# Noize, the pinnacle of sound



## aqxsl (Aug 11, 2012)

Fuck structure

Fuck genre

Fuck it all.  Noise destroys that muzak shit.

http://www.youtube.com/watch?v=iolm6O6cxqA


----------



## BRN (Aug 11, 2012)

It's not broken down enough.


----------



## aqxsl (Aug 11, 2012)

true, I posted a more "accessible" noise track, but I think it conveys the idea better

aka, the intent of dismantling the expected song structure is apparent


----------



## BRN (Aug 11, 2012)

aqxsl said:


> true, I posted a more "accessible" noise track, but I think it conveys the idea better
> 
> aka, the intent of dismantling the expected song structure is apparent



Ack, I was being sardonic. It's pretty broken down in comparison to the pleb music I listen to. But if you've got an even more broken example, mind sharing? :3 I don't dislike this sort of stuff.


----------



## aqxsl (Aug 12, 2012)

lol, I figured a hardcore noise-head was giving me some shit

good to hear you are open-minded 

noise may very well be my favorite genre; it's like after you've heard all music (and are bored of it), there's nothing more satisfying than to hear it utterly dismantled

check this shit out:

Kevin Drumm - Sheer Hellish Miasma
https://www.youtube.com/watch?v=tL-fohhu_FI

Merzbow - Doors Open at 8am (he uses nothing but jazz samples on this)
https://www.youtube.com/watch?v=JeffKgx0v_A


----------



## Heliophobic (Aug 12, 2012)

aqxsl said:


> Fuck structure
> 
> Fuck genre
> 
> Fuck it all.  Noise destroys that muzak shit.

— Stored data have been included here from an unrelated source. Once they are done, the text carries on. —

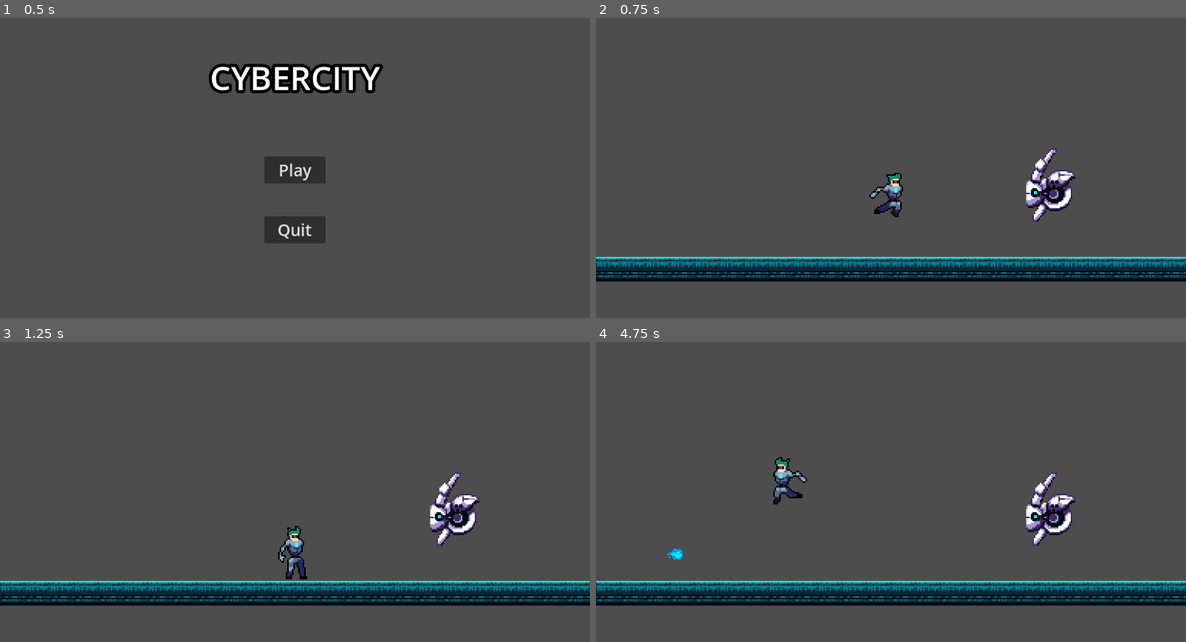
Above: before the commit, frames 1-4 (two rows, left to right).
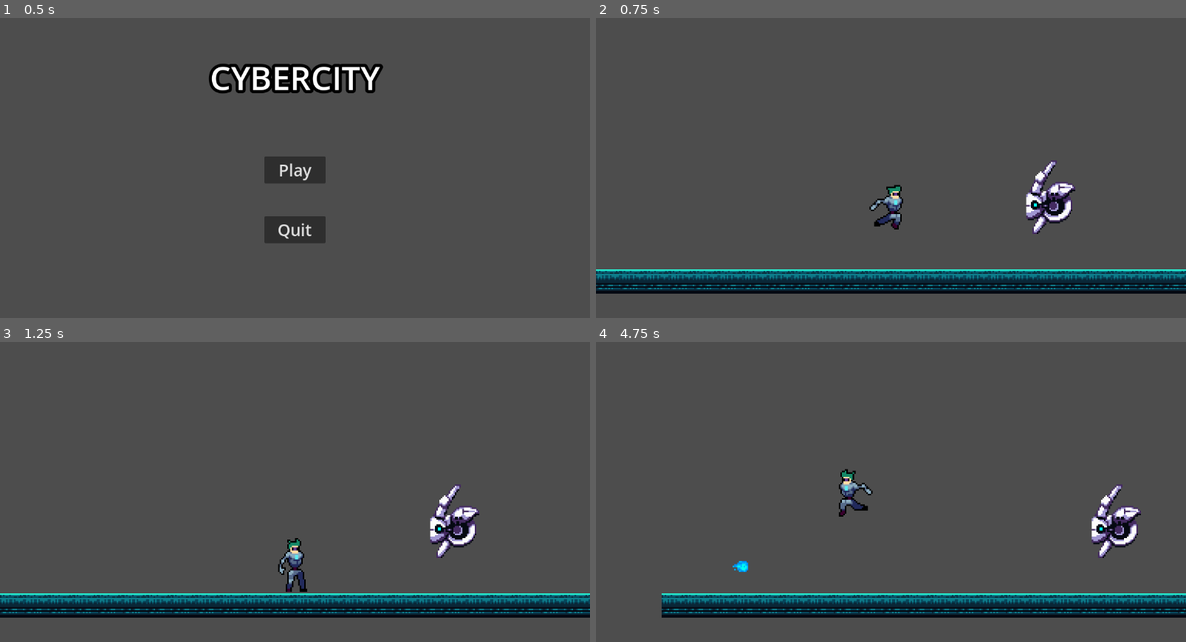
Above: after the commit, the same moments.

Repository: pranavReddy120/CyberCityV3
Game: Godot game, scene res://Scenes/main_menu.tscn
Same seed, same stepped clock (60 frames per second), same inputs: the game is played once before the commit and once after it.
Inputs:
- Up to frame 1 (0.5 s): no input
- Up to frame 2 (0.75 s): click "Play" at 0.5 s
- Up to frame 3 (1.25 s): no input
- Up to frame 4 (4.75 s): hold Right (right) 1.28-2.78 s; tap Space (shoot) at 1.35, 2.1, 2.85, 4.35 s; tap Up (jump) at 1.52, 2.27, 4.52 s; hold Left (left) 2.78-3.5 s; click "Play" at 3.5 s; hold Left (left) from 4.28 s (still down)

Frame 1 is identical in both runs. In frame 2, 14% of the frame differs, in the area x 0-100%, y 43-92%; in frame 3, 14%; in frame 4, 15%, in the area x 0-100%, y 38-92%.

Commit message:
camera changes

Diff:
--- /dev/null
+++ b/Scenes/killzone.tscn
@@ -0,0 +1,13 @@
+[gd_scene load_steps=2 format=3 uid="uid://cdkulvjvuraen"]
+
+[ext_resource type="Script" path="res://Scripts/killzone.gd" id="1_tu47b"]
+
+[node name="killzone" type="Area2D"]
+script = ExtResource("1_tu47b")
+
+[node name="Timer" type="Timer" parent="."]
+wait_time = 0.5
+
+[connection signal="area_entered" from="." to="." method="_on_area_entered"]
+[connection signal="body_entered" from="." to="." method="_on_body_entered"]
+[connection signal="timeout" from="Timer" to="." method="_on_timer_timeout"]
--- a/Scenes/world.tscn
+++ b/Scenes/world.tscn
@@ -1,9 +1,10 @@
-[gd_scene load_steps=7 format=3 uid="uid://bff0gi8mqip4c"]
+[gd_scene load_steps=9 format=3 uid="uid://bff0gi8mqip4c"]
 
 [ext_resource type="Script" path="res://Scripts/world.gd" id="1_h0lro"]
 [ext_resource type="PackedScene" uid="uid://twwk2qsirfci" path="res://Scenes/player.tscn" id="1_nc7r2"]
 [ext_resource type="PackedScene" uid="uid://ck2to62dnqdjw" path="res://Scenes/enemy.tscn" id="2_yu0ta"]
 [ext_resource type="Texture2D" uid="uid://bw7lscyrufmgv" path="res://Assets/tileset.png" id="4_6bg3c"]
+[ext_resource type="PackedScene" uid="uid://cdkulvjvuraen" path="res://Scenes/killzone.tscn" id="5_cepgg"]
 
 [sub_resource type="TileSetAtlasSource" id="TileSetAtlasSource_mk11v"]
 texture = ExtResource("4_6bg3c")
@@ -44,13 +45,18 @@
 physics_layer_0/collision_layer = 1
 sources/1 = SubResource("TileSetAtlasSource_mk11v")
 
+[sub_resource type="WorldBoundaryShape2D" id="WorldBoundaryShape2D_os4vu"]
+distance = -110.0
+
 [node name="World" type="Node2D"]
 script = ExtResource("1_h0lro")
 
-[node name="Camera2D" type="Camera2D" parent="."]
+[node name="Player" parent="." instance=ExtResource("1_nc7r2")]
+
+[node name="Camera2D" type="Camera2D" parent="Player"]
 zoom = Vector2(3, 3)
-
-[node name="Player" parent="." instance=ExtResource("1_nc7r2")]
+limit_bottom = 100
+position_smoothing_enabled = true
 
 [node name="Enemy" parent="." instance=ExtResource("2_yu0ta")]
 position = Vector2(104, 0)
@@ -64,4 +70,9 @@
 format = 2
 layer_0/tile_data = PackedInt32Array(262132, 458753, 11, 262133, 458753, 11, 262134, 458753, 11, 262135, 458753, 11, 26 …(397 unchanged characters)…
 
+[node name="killzone" parent="." instance=ExtResource("5_cepgg")]
+
+[node name="CollisionShape2D" type="CollisionShape2D" parent="killzone"]
+shape = SubResource("WorldBoundaryShape2D_os4vu")
+
 [connection signal="timeout" from="Enemy_Spawner" to="." method="_on_enemy_spawner_timeout"]
--- /dev/null
+++ b/Scripts/killzone.gd
@@ -0,0 +1,13 @@
+extends Area2D
+
+@onready var timer = $Timer
+var main_menu = preload("res://Scenes/main_menu.tscn")
+
+func _on_timer_timeout():
+	GameManager.transition_to_scene(main_menu.resource_path)
+
+
+
+
+func _on_body_entered(body):
+	timer.start()
Not shown, added: Scenes/kil3859.tmp
Not shown, added: Scenes/kil5C0D.tmp

Wow, look who just discovered noise.

While it's not really my thing, I do appreciate noise from an artistic standpoint.

You ever try lowercase music? That's some really fucked up shit.


----------



## Aden (Aug 12, 2012)

Nice, I thought all the noise-heads had left here c:

From one of my favorite noise albums:

[yt]WXkP3Nv4gRw[/yt]


----------



## aqxsl (Aug 13, 2012)

Sollux said:


> Wow, look who just discovered noise.
> 
> While it's not really my thing, I do appreciate noise from an artistic standpoint.
> 
> You ever try lowercase music? That's some really fucked up shit.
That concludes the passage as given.